Die Folge dieser Entwicklung ist eine wachsende Prekarisierung verbunden mit
steigender Armut, von welcher immer mehr Menschen betroffen sind. Gearbeitet
wird aber unabhängig von Lohnarbeit, die eigentlich nur das Mittel zum
Zweck darstellt. Vorrangig brauchen die Menschen nämlich nicht Arbeit,
sondern Geld zum Leben, das ihnen durch Lohnarbeit immer weniger ermöglicht
wird. Vor diesem Hintergrund wurde in den letzten Jahren die Diskussion um
ein Grundeinkommen in den sozialen Bewegungen neuerlich aufgegriffen.
Was kann ein Grundeinkommen bringen?
Das wesentliche Motiv für ein Grundeinkommen ist, allen Menschen die
Chance auf ein menschenwürdiges Leben unabhängig vom eventuellen
Verlust der traditionellen Einkommensquelle durch Lohnarbeit zu verschaffen.
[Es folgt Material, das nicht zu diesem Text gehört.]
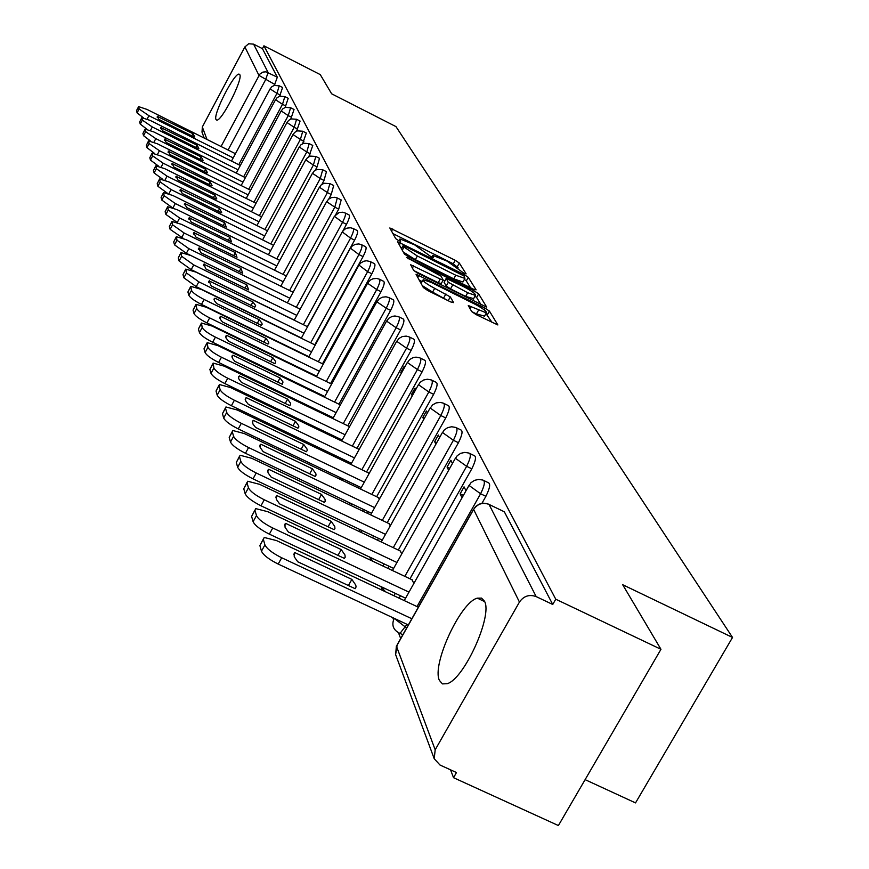 <?xml version="1.0" encoding="UTF-8"?>
<svg xmlns="http://www.w3.org/2000/svg" width="869" height="869" viewBox="0 0 869 869"><rect width="100%" height="100%" fill="white"/><g stroke="black" fill="none" stroke-linecap="round" stroke-linejoin="round"><path stroke-width="1.3" d="M464.122 273.377L466.121 273.876L459.321 263.035L455.237 260.298L389.823 227.96L395.699 238.638L398.578 240.572L400.631 241.289L399.99 238.975L414.589 244.841L431.437 257.028L433.457 257.724L432.751 255.345L447.133 261.145L464.122 273.377M484.424 601.12L481.567 598.111L477.342 598.154C460.559 601.978 431.556 664.752 439.399 680.394L442.451 683.903L447.231 683.686C464.339 678.95 493.049 615.122 484.424 601.12M239.811 74.68L239.105 74.147C234.282 72.605 212.938 114.458 215.968 119.466L216.739 120.096C221.562 121.627 243.124 79.188 239.811 74.68M471.737 311.623L476.158 314.621L497.861 324.963L489.432 311.102L485.076 308.158L416.023 274.224L423.344 287.552L427.744 290.539L450.598 301.912L453.661 302.629L450.283 296.905L434.685 288.345C426.527 283.989 422.692 281.1 423.192 279.688L431.263 282.436L474.811 304.128C483.045 308.538 486.901 311.45 486.368 312.862L468.282 305.54L471.737 311.623M263.937 45.818L320.27 74.615L331.643 93.798L395.96 126.602L732.524 637.455L622.682 584.718L660.961 649.295L555.758 599.208L263.937 45.818L262.427 48.653L253.596 44.145L268.097 72.485L265.588 79.763L228.069 150.022M473.214 289.127L476.103 289.833L468.282 277.33L464.122 274.539L397.611 241.723L404.378 253.998L408.582 256.844L473.214 289.127M478.645 293.885L486.749 307.181L417.967 273.344L413.677 270.433L410.657 264.752L440.235 279.047L443.19 280.057L441.094 276.179L406.442 257.409L474.387 291.006L478.645 293.885L476.614 297.535L481.165 304.845M660.961 649.295L558.398 825.55L453.531 777.69L450.555 769.836M290.17 347.589L290.387 348.154M297.502 366.892L297.795 367.652M305.149 387.02L305.53 388.008M313.144 408.061L313.611 409.299M321.497 430.068L322.073 431.567M330.253 453.097L330.926 454.889M339.421 477.233L340.213 479.34M349.034 502.564L349.968 505.019M359.136 529.156L360.211 531.991M369.759 557.138L370.998 560.386L371.53 559.321M380.948 586.597L381.969 589.28M392.755 617.663L393.516 619.673M398.502 632.795L400.685 638.541M585.109 779.645L635.521 802.902L732.524 637.455M555.758 599.208L552.738 604.476L536.173 596.601C529.319 594.157 523.746 595.982 519.445 602.065L435.184 749.795L434.218 758.735L439.975 765.002L456.475 772.541L453.531 777.69M262.427 48.653L277.33 77.189L274.343 85.39M202.032 132.207L202.325 126.972L244.873 46.926L248.686 43.754L253.596 44.145M394.135 345.916L390.952 351.695M404.693 367.196L404.226 366.262L400.794 372.464L401.576 372.844M359.071 449.599L358.397 449.034M415.762 389.518L415.056 388.085L411.537 394.428L412.721 395.004M368.977 473.779L368.087 472.693M427.385 412.938L426.418 410.983L422.801 417.468L424.42 418.25M379.373 499.143L378.243 497.502M439.605 437.552L438.334 435.011L434.63 441.648L436.738 442.669M390.3 525.799L388.899 523.54M452.456 463.459L450.87 460.277L447.068 467.066L449.718 468.348M401.793 553.846L400.098 550.892M466.001 490.768L464.057 486.857L460.146 493.82L463.405 495.384M413.905 583.381L411.884 579.677M484.12 480.676L488.096 482.599C490.724 483.436 489.997 488.009 485.89 496.318L481.937 503.325M470.096 453.618L474.083 455.552C476.516 456.421 475.745 460.842 471.802 468.815L409.994 578.787M400.457 595.765L399.099 598.165M456.779 427.95L460.776 429.883C463.025 430.763 462.243 435.043 458.43 442.723L398.306 550.044M389.203 566.306L388.019 568.413M444.135 403.553L448.111 405.497C450.196 406.377 449.403 410.526 445.721 417.924L387.205 522.725M378.493 538.335L377.461 540.17M432.099 380.34L436.064 382.284C437.998 383.175 437.194 387.183 433.631 394.33L376.625 496.731M368.282 511.722L367.402 513.307M420.639 358.234L424.572 360.168C426.386 361.059 425.56 364.947 422.117 371.856L366.555 471.965M358.549 486.379L357.8 487.737M409.701 337.15L413.611 339.073C415.295 339.953 414.47 343.733 411.124 350.424L356.942 448.328M349.251 462.21L348.621 463.362M399.262 317.022L403.14 318.934C404.715 319.803 403.889 323.485 400.642 329.959L347.752 425.767M340.376 439.138L339.833 440.105M389.29 297.785L393.125 299.686C394.602 300.544 393.766 304.117 390.626 310.407L338.975 404.194M331.871 417.098L331.437 417.891M379.742 279.383L383.533 281.263C384.934 282.11 384.098 285.597 381.035 291.691L330.568 383.555M323.724 396.014L323.377 396.655M370.607 261.754L374.354 263.622C375.669 264.458 374.832 267.848 371.856 273.778L322.518 363.785M361.852 244.862L365.556 246.709C366.783 247.535 365.947 250.837 363.057 256.605L314.806 344.841M353.444 228.656L357.105 230.481C358.267 231.295 357.431 234.511 354.606 240.137L307.398 326.657M345.373 213.09L348.99 214.904C350.088 215.708 349.262 218.847 346.503 224.321L342.875 230.991M337.617 198.143L341.18 199.924L338.714 209.114L335.771 214.534M330.166 183.761L333.685 185.521L331.23 194.504L328.743 199.066M322.986 169.911L326.462 171.66L324.018 180.437L321.91 184.337M316.077 156.583L319.499 158.31L317.076 166.891L315.273 170.226M309.407 143.733L312.797 145.449L308.843 156.692M302.988 131.349L306.322 133.033L302.618 143.678M296.785 119.39L300.077 121.052L296.601 131.154M290.8 107.843L294.048 109.483L290.767 119.096M285.01 96.687L288.215 98.306L285.119 107.463M279.416 85.89L282.577 87.497L279.644 96.231M552.738 604.476L504.324 511.787L502.934 511.124M400.794 372.464L401.261 373.409M411.537 394.428L412.243 395.862M422.801 417.468L423.768 419.434M434.63 441.648L435.88 444.211M447.068 467.066L448.632 470.281M460.146 493.82L462.069 497.752M458.235 267.945L453.292 263.818L392.81 233.533M401.804 247.958L400.631 247.372M470.574 287.802L466.295 280.915L464.372 279.383M464.068 276.016L403.216 245.395L404.02 247.035L417.326 256.007L455.769 275.234L464.915 278.406L464.068 276.016M403.281 252.043L415.328 259.646L417.326 256.007M463.188 281.502L462.916 282.001L453.77 278.84L415.328 259.646M413.753 270.552L438.193 282.74L441.191 283.468M443.168 280.09L444.809 280.915M467.685 292.734L475.43 295.406C475.897 294.037 472.128 291.213 464.122 286.933L446.188 278.428L448.306 282.306L467.685 292.734L465.643 296.416L473.638 298.621M444.276 282.077L446.145 278.699M465.643 296.416L450.533 288.888L446.264 285.999L444.113 282.371M476.614 297.535L474.995 296.177M484.554 316.11L476.44 313.926L471.715 311.58M422.942 280.155L421.041 283.479M422.247 285.608L432.599 292.125L434.685 288.345M448.219 300.728L432.599 292.125M422.16 281.578L419.108 280.057M492.191 322.595L485.956 313.6M192.929 133.663L157.246 116.37L158.994 119.477L194.145 137.063L194.754 136.867L192.929 133.663L191.756 135.868M235.445 153.704L147.035 109.429L138.627 106.626L139.127 108.994L148.914 115.696L233.207 157.876M143.266 117.673L137.074 112.894L136.574 110.515L138.529 106.811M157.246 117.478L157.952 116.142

Damit stellt ein Grundeinkommen eine Maßnahme gegen die zunehmende Armut
dar und ist eine adäquate Antwort auf die wachsende Prekarisierung.
Gleichzeitig soll ein Grundeinkommen gewisse Zwänge wie etwa Auflagen
des AMS, Rückzahlungspflichten bei Sozialhilfe etc. aufheben, durch welche
die Empfänger unweigerlich in die Rolle von BittstellerInnen gezwungen
werden. In diesem Sinne würde ein Grundeinkommen das Selbstwertgefühl
der Menschen heben und auch mehr Freiraum zur Mitgestaltung des demokratischen
Gemeinwesens schaffen.
Durch ein bedingungsloses und existenzsicherndes Grundeinkommen würde
die Möglichkeit geschaffen, die Annahme schlecht bezahlter, krankmachender
Arbeiten oder unzumutbarer Arbeitsbedingungen zu verweigern. Dadurch wurde
auch ein Druck für höhere Löhne und bessere Arbeitsbedingungen
entstehen, weil sonst niemand diese Arbeiten machen würde. Somit würde
die permanente kapitalistische Rationalisierung etwas von ihrem Schrecken
in Form von Arbeitsplatzverlust usw. verlieren und damit auch die Lohnabhängigen
und im weiteren Sinne die Gewerkschaften stärken.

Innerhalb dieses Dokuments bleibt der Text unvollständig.